I had my father die unexpectedly in April. It is the call one never wants and I know one my mother
did not expect to have to make. After the shock of hearing my dad had died and making sure my mum had someone there to support her, as all of us - the kids- lived far away from our parents, I had to then make phone calls to my husband and children letting them know that my dad had died. I then spent countless time online trying to book a flight out of Vancouver, Canada to Perth, Australia.
After flying for 30 plus hours I arrived and my sister picked me up, again not the way I wanted to reconnect after not seeing her for 3 years and we made the long drive back to my home town - 3 hours away.
There I had to be strong and support my mum in her time of shock and grief. I spent the first week helping out and being a bit of a buffer between my siblings and some of my mother and fathers well meaning friends.
Because my dad died in hospital after an operation of complications, not associated with surgery, we had to wait for over 10 days before we could arrange a funeral time. In a small community where my dad was very well know that presented a few headaches for my mum as well as for us. We all rallied as best as we could.
I made more cups of coffee and tea and served more cake and pastry and washed more dishes than I can count but the day arrived to celebrate my dad - his life and achievements and to look after my mum as she said a final goodbye to the husband and partner of 59 years.
I am blessed with a believe system that graces me with the knowing that my dad is always around and looking down and keeping an eye on us all, this provided me with both strength and comfort during my brief time back in Australia.

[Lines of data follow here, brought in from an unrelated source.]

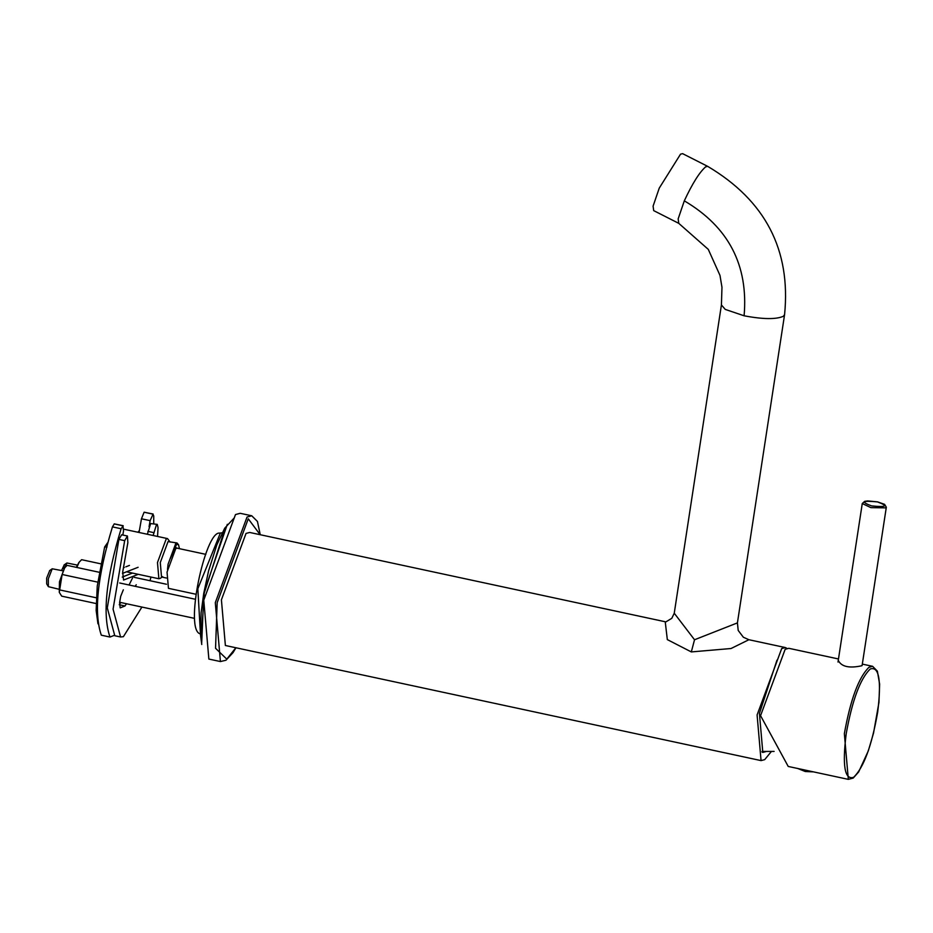 <?xml version="1.0" encoding="UTF-8"?>
<svg xmlns="http://www.w3.org/2000/svg" width="933" height="933" viewBox="0 0 933 933"><rect width="100%" height="100%" fill="white"/><g stroke="black" fill="none" stroke-linecap="round" stroke-linejoin="round"><path stroke-width="1.4" d="M665.264 621.763L249.671 532.451L246.032 533.431L221.413 599.826L225.378 645.496L761.06 760.605L764.698 759.637L771.346 751.543M761.06 760.605L757.095 714.935L781.702 648.54L785.353 647.56L748.884 639.723L731.052 648.517L691.318 651.922L667.328 639.606L665.229 621.763M665.87 621.891L671.807 618.311L674.256 613.226L694.525 639.758L737.42 622.894L738.201 630.44L743.344 637.227L748.884 639.723M785.353 647.56L786.986 648.4M765.946 751.578L762.809 752.43L759.427 713.36L776.979 660.156M762.109 752.185L764.092 751.531M744.102 315.786L725.268 309.418L721.419 304.951L721.967 287.271L719.984 275.398L708.287 249.379L678.769 223.349L653.695 210.625L653.088 206.146L659.246 188.128L680.53 154.167L682.594 153.642L707.669 166.354C765.352 200.583 790.997 249.997 784.583 314.619L783.323 316.299C776.034 319.506 762.949 319.331 744.102 315.786C748.499 265.252 728.568 226.941 684.309 200.84C692.344 183.591 699.447 172.278 705.605 166.879L707.669 166.354M674.256 613.179L721.419 304.951M160.243 578.367L158.878 578.752L157.479 562.529L166.214 538.936L167.508 538.586L170.144 542.073M160.208 578.378L162.704 576.664M166.389 578.028L161.526 576.991L160.278 562.564L168.045 541.595L177.002 542.959L178.565 544.79L179.439 548.686M167.497 569.445L168.068 564.232L175.847 543.274L177.002 542.959M170.307 558.575L176.582 544.336L178.565 544.79M174.028 550.435L176.057 547.694L177.795 548.324M205.831 554.354L177.083 548.172L175.789 548.522L167.042 572.104L168.453 588.338L195.802 594.216M838.487 658.978L788.817 648.307L785.166 649.286L760.558 715.669L788.222 766.448L848.319 779.358L844.353 733.676C850.499 699.493 858.71 677.358 868.961 667.293L872.612 666.314L862.325 664.109M862.209 664.832L861.835 665.754C849.415 668.448 841.613 666.768 838.452 660.727M208.864 659.071L203.756 600.164L235.489 514.561L240.189 513.302L251.747 515.786L247.047 517.034L215.301 602.648L220.421 661.555L208.875 659.071M149.058 526.76L150.12 520.649L153.117 514.025L144.114 512.229L141.466 518.783L139.064 532.475M112.45 526.877C97.37 576.582 93.65 612.678 101.312 635.186L109.977 637.041C102.315 614.544 106.024 578.437 121.115 528.743L123.191 525.722L114.293 523.88L112.45 526.877L121.115 528.743M129.442 565.421L125.815 566.844M124.299 567.427L123.459 567.765M144.207 512.194L152.872 514.06L153.747 515.996L153.712 523.611M113.989 635.478L109.977 637.041M114.293 523.88L122.946 525.745L123.529 531.04L122.818 535.029M122.491 573.387L138.107 567.287M129.057 585.003L132.591 577.854M141.909 607.068L123.389 636.679L120.567 636.982L113.068 609.144L124.672 540.65L127.436 536.02L127.856 542.679L122.69 572.116L123.553 580.058L138.236 574.32M153.14 535.507L156.429 524.824L157.257 524.381L158.05 527.611L157.549 536.452M150.948 577.049L150.038 580.723M123.343 589.796L120.695 596.339L119.611 602.566L120.182 607.861L125.01 605.972L126.48 603.744M136.241 584.758L135.075 586.297M147.367 534.259L150.656 523.576L157.257 524.381M120.567 636.982L114.794 635.746L107.295 607.908L118.899 539.414L121.663 534.784L127.436 536.02M122.235 577.072L132.463 573.072M119.342 604.677L120.707 602.508M77.287 565.095L66.954 562.996L63.829 568.932M61.578 570.506L64.225 564.862M62.779 570.763L52.201 568.792L48.329 578.822L48.364 586.659L58.814 589.201M48.364 586.659L46.685 583.883L46.673 578.075L49.717 570.529M64.365 568.255L59.467 581.807L59.28 592.35L62.126 574.483L64.715 567.8L67.106 565.363L99.201 572.267M96.076 603.534L61.706 596.152L59.28 592.35M62.126 574.483L97.732 582.134M59.432 589.866L96.274 597.785M78.873 562.587L76.331 567.346M76.786 567.451L79.223 562.133L81.614 559.695L100.752 563.812M678.769 223.349L678.163 218.858L684.309 200.84M691.318 651.922L694.525 639.758M870.197 669.008C879.084 666.045 881.58 680.425 877.685 712.124C871.749 745.829 863.725 767.556 853.625 777.294C844.68 780.221 842.207 765.701 846.208 733.723C852.202 700.391 860.191 678.827 870.197 669.008M862.104 665.544L886.327 507.214L885.849 507.855L870.909 507.645L862.267 503.528L838.009 662.045M877.498 501.907C888.543 506.036 886.572 507.377 871.562 505.908C860.506 501.767 862.477 500.438 877.498 501.907M797.587 768.465L804.106 770.67L812.433 771.649M235.862 647.747L226.789 659.141L215.546 648.283L217.167 602.671L248.26 518.806L260.155 534.702M141.466 518.783L150.12 520.649M152.779 514.095L144.114 512.229M122.853 525.78L114.188 523.914M107.015 547.03L104.648 546.971L107.505 542.889M125.01 605.972L119.237 604.724M153.642 532.603L147.869 531.355M124.672 540.65L118.899 539.414M225.075 528.311L204.257 593.05L201.248 639.175M227.314 524.323L203.849 592.863L201.656 643.723M222.194 532.778L220.363 533.035L197.831 588.746L200.455 633.915M784.583 314.619L737.42 622.894M126.538 571.801L158.878 578.752M123.774 529.198L167.508 538.586M774.11 751.415L761.969 751.438M848.319 779.358L853.205 778.075L858.652 771.953L868.308 750.878L873.545 733.07L878.956 702.397L879.632 684.146L877.37 671.165L872.612 666.314M886.327 507.214L884.566 504.333L877.591 501.884L867.655 500.928L864.646 501.359L862.267 503.528M813.471 771.871L805.237 771.509L797.447 768.372M220.421 661.555L225.996 660.226L233.005 652.657L235.967 647.77M260.26 534.737L257.438 521.454L251.747 515.786M137.956 532.242L139.402 530.504M97.953 623.804L96.146 610.427L97.254 586.041L104.648 546.971M201.761 644.505L200.537 635.245L201.108 612.818L203.756 593.283L208.584 570.879L216.818 544.919L224.701 528.218L234.416 517.71M200.665 633.962C183.649 631.688 205.202 530.924 219.547 533.105L222.404 532.825M166.482 584.256L134.037 577.294M64.05 564.966L66.71 563.124M195.149 599.208L119.692 582.985M49.542 570.634L52.201 568.792M194.297 618.322L119.657 602.275M64.132 568.524L64.715 567.8M78.64 562.856L79.223 562.133"/></g></svg>
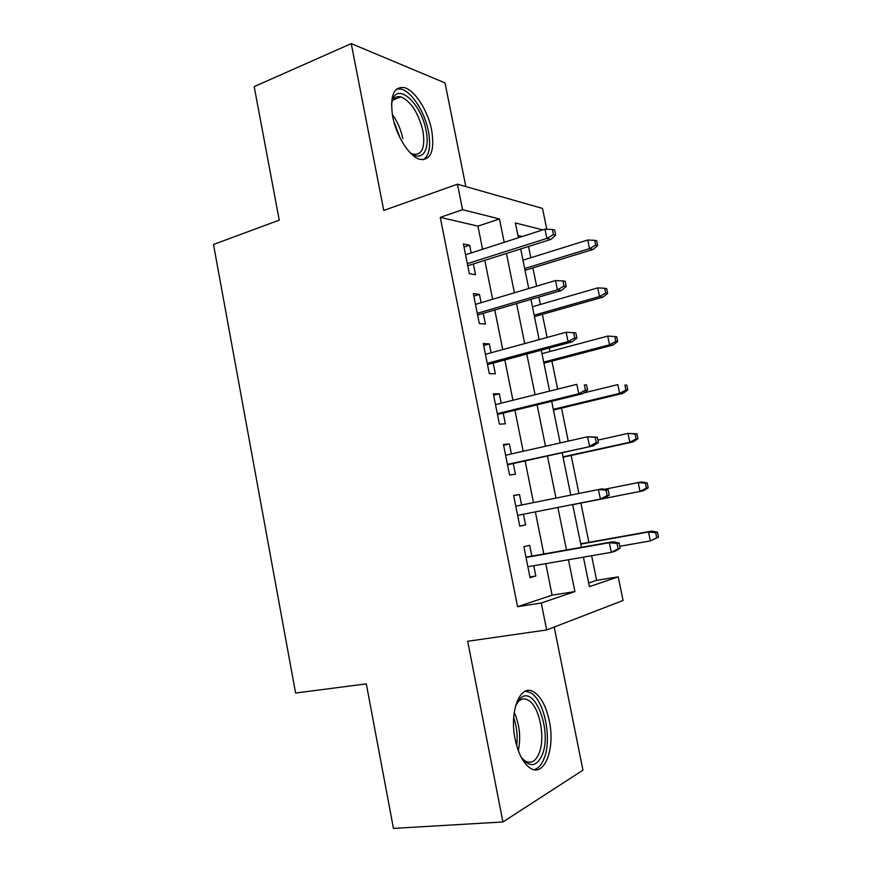 <?xml version="1.0" encoding="UTF-8"?>
<svg xmlns="http://www.w3.org/2000/svg" width="872" height="872" viewBox="0 0 872 872"><rect width="100%" height="100%" fill="white"/><g stroke="black" fill="none" stroke-linecap="round" stroke-linejoin="round"><path stroke-width="1.31" d="M549.306 720.97C546.177 706.429 541.054 696.783 533.937 692.041C520.726 682.929 508.997 710.364 515.134 739.183C518.23 753.604 523.233 763.229 530.154 768.069C544.357 777.911 555.431 748.634 549.306 720.97M431.673 130.211C428.043 110.842 414.821 89.99 404.161 87.571C393.534 86.47 389.719 96.16 392.694 116.652C396.324 136.228 409.557 156.731 419.792 159.336C430.888 160.601 434.845 150.889 431.673 130.211M588.665 583.008L596.644 580.349L618.226 576.85L623.077 600.481L546.668 629.955L541.272 602.999L574.91 591.576L568.457 559.737M465.833 186.575L445.025 82.927L351.242 43.6L254.188 86.633L279.247 220.136L213.487 244.476L295.586 693.033L366.305 683.866L393.446 828.4L502.915 821.969L582.943 770.194L554.211 627.044M482.587 249.272L477.943 226.142L440.262 217.357L462.563 209.694L457.462 184.188L542.515 208.441L546.788 229.26M596.644 580.349L591.63 555.726M588.894 542.351L580.883 503.079M578.921 493.476L571.16 455.457M568.239 441.112L561.514 408.129M557.633 389.108L551.911 361.095M549.96 351.514L549.24 348.026M547.093 337.464L542.373 314.356M540.357 304.481L538.852 297.08M536.618 286.169L532.901 267.911M530.819 257.731L528.53 246.482M531.833 556.096L529.675 545.316L523.887 546.722L530.067 577.678L535.811 575.989L533.762 565.732M521.609 505.008L519.494 494.468L513.63 495.416L519.777 526.154L525.587 524.933L523.451 514.251M511.384 453.92L509.39 443.946L503.449 444.448L509.553 474.989L515.439 474.215L513.303 463.523M501.226 403.18L499.34 393.773L493.345 393.817L499.405 424.152L505.357 423.836L503.22 413.143M491.132 352.768L489.366 343.928L483.295 343.535L489.312 373.663L495.34 373.794L493.203 363.079M481.115 302.704L479.458 294.409L473.322 293.57L479.295 323.512L485.399 324.079L483.252 313.353M522.284 236.486L517.946 235.473M440.262 217.357L517.554 606.694L552.096 595.184L545.763 563.661M543.812 553.971L535.364 511.908M533.5 502.61L525.118 460.917M523.178 451.26L514.938 410.265M512.932 400.259L504.834 359.962M502.752 349.596L494.784 309.974M492.636 299.27L484.81 260.336M471.163 252.956L469.616 245.206L463.403 243.942L469.343 273.688L475.513 274.691L473.365 263.954M546.668 629.955L467.697 641.269L502.915 821.969M517.554 606.694L541.272 602.999M351.242 43.6L383.756 210.446L457.462 184.188M583.401 557.154L589.407 586.649L618.226 576.85M542.831 229.87L515.396 222.97L518.404 237.74M520.693 248.967L528.737 288.512M530.95 299.39L539.136 339.633M541.283 350.163L549.611 391.103M551.682 401.284L560.162 442.932M562.157 452.742L570.779 495.111M572.697 504.561L581.395 547.311M504.19 242.318L499.46 218.97L462.563 209.694M566.484 549.96L557.873 507.471M555.976 498.086L547.452 455.991M545.48 446.235L537.098 404.848M535.048 394.743L526.808 354.054M524.693 343.59L516.595 303.598M514.404 292.785L506.447 253.48M477.943 226.142L499.46 218.97M552.096 595.184L574.91 591.576M464.024 247.027L469.616 245.206M473.823 296.109L479.458 294.409M483.688 345.497L489.366 343.928M493.617 395.223L499.34 393.773M503.624 445.276L509.39 443.946M513.684 495.656L519.494 494.468M519.756 526.056L525.587 524.933M529.925 576.97L535.811 575.989M467.763 265.731L550.941 239.375L546.853 238.405L467.348 263.671M553.447 234.623L555.704 235.189L554.657 230.077L552.39 229.5L553.447 234.623L546.853 238.405L544.956 229.183L465.572 254.766M550.941 239.375L555.704 235.189M552.39 229.5L544.956 229.183M597.669 245.588L596.677 240.825L594.715 240.323L595.707 245.108L597.669 245.588L593.069 249.457L589.516 248.607L587.728 240.007L522.971 260.183M595.707 245.108L589.516 248.607L524.672 268.543M593.069 249.457L525.031 270.32M587.728 240.007L594.715 240.323M391.474 104.269L392.389 100.215C397.752 81.685 421.536 104.095 426.048 130.549C430.376 150.529 421.699 162.857 409.644 152.208M410.81 153.134L413.328 154.202C422.222 155.183 425.416 147.412 422.909 130.887C418.375 112.75 411.028 101.403 400.848 96.847C396.575 95.844 393.534 97.817 391.724 102.754M423.345 159.783C429.362 155.532 431.051 146.06 428.446 131.378C424.838 112.15 411.693 91.484 401.066 89.097L396.662 88.988M515.494 706.091L520.083 698.668C534.296 683.681 552.565 730.845 542.199 754.89C536.465 767.207 529.369 767.807 520.911 756.689M522.306 758.684L525.042 760.918C530.928 764.068 535.604 761.518 539.081 753.266C545.785 737.418 539.278 705.851 528.203 700.151C524.759 698.189 521.565 698.559 518.6 701.252L516.431 703.911M534.035 769.682C538.253 768.614 541.61 764.897 544.106 758.509C552.314 738.715 544.215 699.726 530.503 692.673L525.456 691.147M477.605 315.01L561.448 290.463L557.415 289.82L477.267 313.342M564.042 286.092L566.266 286.463L565.209 281.329L562.974 280.937L564.042 286.092L557.415 289.82L555.508 280.544L475.48 304.383M561.448 290.463L566.266 286.463M562.974 280.937L555.508 280.544M487.513 364.616L572.032 341.9L568.043 341.595L487.252 363.352M574.713 337.911L576.904 338.096L575.836 332.919L573.645 332.723L574.713 337.911L568.043 341.595L566.124 332.254L485.453 354.326M572.032 341.9L576.904 338.096M573.645 332.723L566.124 332.254M497.476 414.538L582.681 393.697L578.757 393.73L497.313 413.688M585.45 390.1L587.619 390.089L586.54 384.879L584.371 384.868L585.45 390.1L578.757 393.73L576.817 384.323L495.492 404.608M584.371 384.868L586.54 384.879M582.681 393.697L587.619 390.089M507.515 464.798L593.407 445.843L507.439 464.373M596.274 442.638L598.399 442.442L597.32 437.188L595.184 437.373L596.274 442.638L589.537 446.224L587.586 436.752L505.607 455.228M595.184 437.373L587.586 436.752L597.32 437.188M593.407 445.843L598.399 442.442M607.653 293.406L606.65 288.61L604.71 288.272L605.713 293.079L607.653 293.406L602.999 297.112L599.489 296.545L597.691 287.902L532.454 306.77M605.713 293.079L599.489 296.545L534.165 315.184M602.999 297.112L534.46 316.612M597.691 287.902L604.71 288.272M617.692 341.53L616.689 336.701L614.771 336.527L615.785 341.377L617.692 341.53L612.994 345.061L609.528 344.8L607.719 336.091L541.992 353.64M615.785 341.377L609.528 344.8L543.714 362.109M612.994 345.061L543.932 363.188M607.719 336.091L614.771 336.527M627.796 389.969L626.783 385.108L624.908 385.097L625.922 389.969L627.796 389.969L623.044 393.327L619.643 393.359L617.812 384.596L583.706 392.945M624.908 385.097L626.783 385.108M625.922 389.969L619.643 393.359L553.328 409.328M623.044 393.327L553.469 410.058M637.966 438.714L636.952 433.82L635.099 433.983L636.124 438.889L637.966 438.714L633.159 441.897L629.813 442.235L627.971 433.406L597.919 440.109M635.099 433.983L627.971 433.406L636.952 433.82M636.124 438.889L629.813 442.235L562.996 456.852M633.159 441.897L563.072 457.222M607.163 495.547L609.266 495.154L608.176 489.868L606.073 490.238L607.163 495.547L600.394 499.089L517.619 515.385L604.198 498.359L600.394 499.089L598.432 489.552L515.788 506.174M606.073 490.238L598.432 489.552L602.247 488.876L608.176 489.868M604.198 498.359L609.266 495.154M648.212 487.775L647.188 482.848L645.356 483.175L646.392 488.113L648.212 487.775L643.351 490.783L640.048 491.416L638.195 482.543L604.656 489.279M645.356 483.175L638.195 482.543L641.509 481.954L647.188 482.848M646.392 488.113L640.048 491.416L572.719 504.67L643.351 490.783M620.199 548.237L619.098 542.907L617.038 543.485L618.139 548.837L620.199 548.237L615.076 551.235L611.327 552.325L527.887 566.746M618.139 548.837L611.327 552.325L609.354 542.711L613.114 541.686L525.958 557.143M617.038 543.485L609.354 542.711L526.034 557.481M619.098 542.907L613.114 541.686M658.513 537.152L657.477 532.203L655.689 532.705L656.725 537.664L658.513 537.152L650.349 540.934L648.485 531.996L651.744 531.103L580.687 543.812M655.689 532.705L648.485 531.996L580.752 544.106M656.725 537.664L650.349 540.934L619.796 546.275M651.744 531.103L657.477 532.203M392.28 114.385C397.414 121.448 400.924 129.547 402.831 138.659M400.27 138.386L393.708 121.11M514.218 712.446C519.658 724.676 521.009 737.396 518.295 750.618M516.66 745.56C517.815 736.001 516.834 726.692 513.684 717.656M391.757 102.624L392.389 100.215M392.989 100.04L400.848 96.847M518.6 701.252L520.083 698.668"/></g></svg>
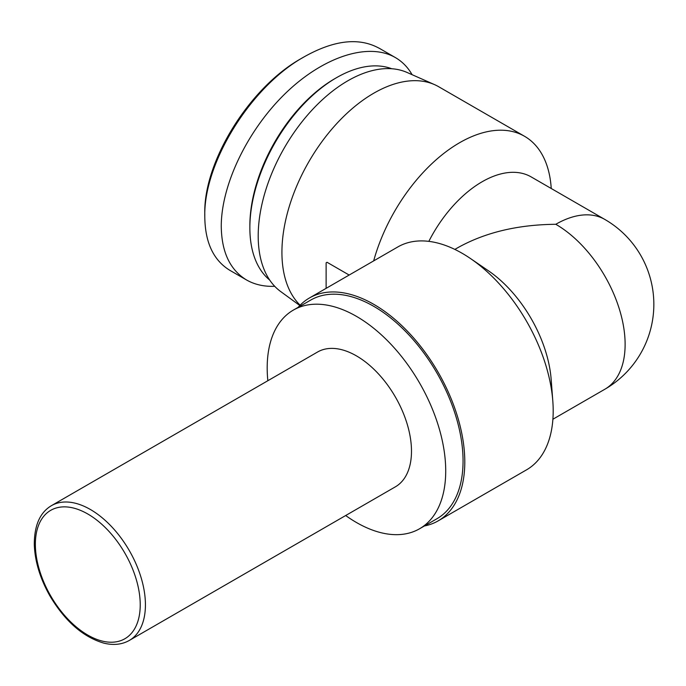 <?xml version="1.0" encoding="UTF-8"?>
<svg xmlns="http://www.w3.org/2000/svg" width="686" height="686" viewBox="0 0 686 686"><rect width="100%" height="100%" fill="white"/><g stroke="black" fill="none" stroke-linecap="round" stroke-linejoin="round"><path stroke-width="1.03" d="M129.302 640.45L395.368 486.837A77.827 44.933 -120 0 0 411.489 451.208A77.827 44.933 -120 0 0 377.514 372.884A77.827 44.933 -120 0 0 317.541 352.029L51.476 505.642C40.028 512.399 34.3 525.356 34.3 544.513C34.875 561.345 40.088 578.487 49.915 595.92C65.024 621.216 82.929 636.934 103.655 643.082C113.327 645.5 121.885 644.626 129.302 640.45A77.827 44.933 -120 0 0 145.423 604.82A77.827 44.933 -120 0 0 111.449 526.496A77.827 44.933 -120 0 0 51.476 505.642M345.675 515.529A126.241 72.888 -120 0 0 419.575 528.76L436.913 518.753A126.241 72.888 -120 0 0 463.059 460.966A126.241 72.888 -120 0 0 407.956 333.919A126.241 72.888 -120 0 0 310.672 300.099L293.334 310.106A126.241 72.888 -120 0 0 267.84 380.721M419.575 528.76A126.241 72.888 -120 0 0 445.72 470.973A126.241 72.888 -120 0 0 390.617 343.926A126.241 72.888 -120 0 0 293.334 310.106M349.157 275.043L327.05 262.284L326.124 262.815L326.124 288.343M424.411 525.973A128.694 74.302 -120 0 0 438.14 520.88A128.694 74.302 -120 0 0 438.14 372.275A128.694 74.302 -120 0 0 309.446 297.973A128.694 74.302 -120 0 0 298.17 307.311M438.14 520.88L526.539 469.841A128.694 74.302 -120 0 0 552.813 401.13A128.694 74.302 -120 0 0 470.485 258.536A128.694 74.302 -120 0 0 397.846 246.934L309.446 297.973M454.844 249.412L457.742 247.74C485.071 232.46 517.759 224.648 555.789 224.288A98.055 56.612 -60 0 1 604.82 219.434L531.153 176.902A98.055 56.612 -60 0 0 428.836 241.369M552.813 401.13L551.167 379.444A98.055 56.612 -120 0 0 488.441 270.799L470.485 258.536M552.89 419.24L604.82 389.262A98.055 56.612 -120 0 0 619.844 310.689A98.055 56.612 -120 0 0 555.789 224.288M373.664 260.894A129.92 75.006 -60 0 1 524.55 136.291A129.92 75.006 -60 0 1 551.235 188.496M300.134 305.193A129.92 75.006 -60 0 1 311.581 157.137A129.92 75.006 -60 0 1 434.607 84.652A129.92 75.006 -60 0 1 438.748 86.762L524.55 136.291M299.816 305.51L280.643 291.516A126.704 73.153 -60 0 1 284.441 147.687A126.704 73.153 -60 0 1 407.098 72.476L434.607 84.652M412.106 74.697C407.87 67.297 402.27 61.577 395.316 57.538C368.416 41.975 323.226 56.715 285.436 93.382C247.629 130.014 221.235 184.671 221.261 226.294C221.587 252.019 230.016 269.907 246.523 279.957L230.059 270.447C213.509 260.431 205.088 242.544 204.788 216.785C203.416 162.779 251.187 86.007 304.421 56.698C334.005 40.131 358.812 37.258 378.835 48.08M304.421 56.698L301.823 58.199C249.764 86.89 203.416 161.647 204.788 213.766L204.788 216.767M246.523 279.957C254.6 284.579 264.007 286.697 274.726 286.311M336.526 77.681L334.785 78.684A120.11 69.346 120 0 0 249.858 225.788L249.858 227.795A122.562 70.761 -60 0 1 336.526 77.681A122.562 70.761 -60 0 1 391.723 68.737M269.709 280.068A122.562 70.761 -60 0 1 249.858 227.795M140.227 604.82A74.148 42.815 60 0 1 61.577 611.843A74.148 42.815 60 0 1 61.577 506.98A74.148 42.815 60 0 1 140.227 604.82M604.82 389.262A98.055 98.055 0 0 0 604.82 219.434M395.325 57.538L378.861 48.037"/></g></svg>

As with every thing in life I have also had the balance of death occur around me, with the birth in June of my newest granddaughter Makayla. Creating a visual confirmation of the circle of life. It is a joy to see life and new beginnings in my grandchildren and in the lives my own children are growing for themselves. I count my blessings and are thankful for the continued role I can play in their lives.
I am also blessed with a loving and supportive husband and my best friend Doug, who allows me to be ME. Some days I know that is not easy as I can be difficult and pig headed. But after 35 years together we do still enjoy time together and the family and life we have built.
I have a great circle of close friends who also offer friendship, support and laughter and are happy to talk spirituality .....life is good.
The one lesson from my dads passing is for me to get my Sh** together and start writing again and to also do the workshops I have been talking about for years now. With the help of my daughter Rebekka I have started that process and now am determined to plow ahead....Watch this space and those interested check out my workshop page.
We never know when our last breathe is, so truly live life in the moments you have and know you are leading the life you want!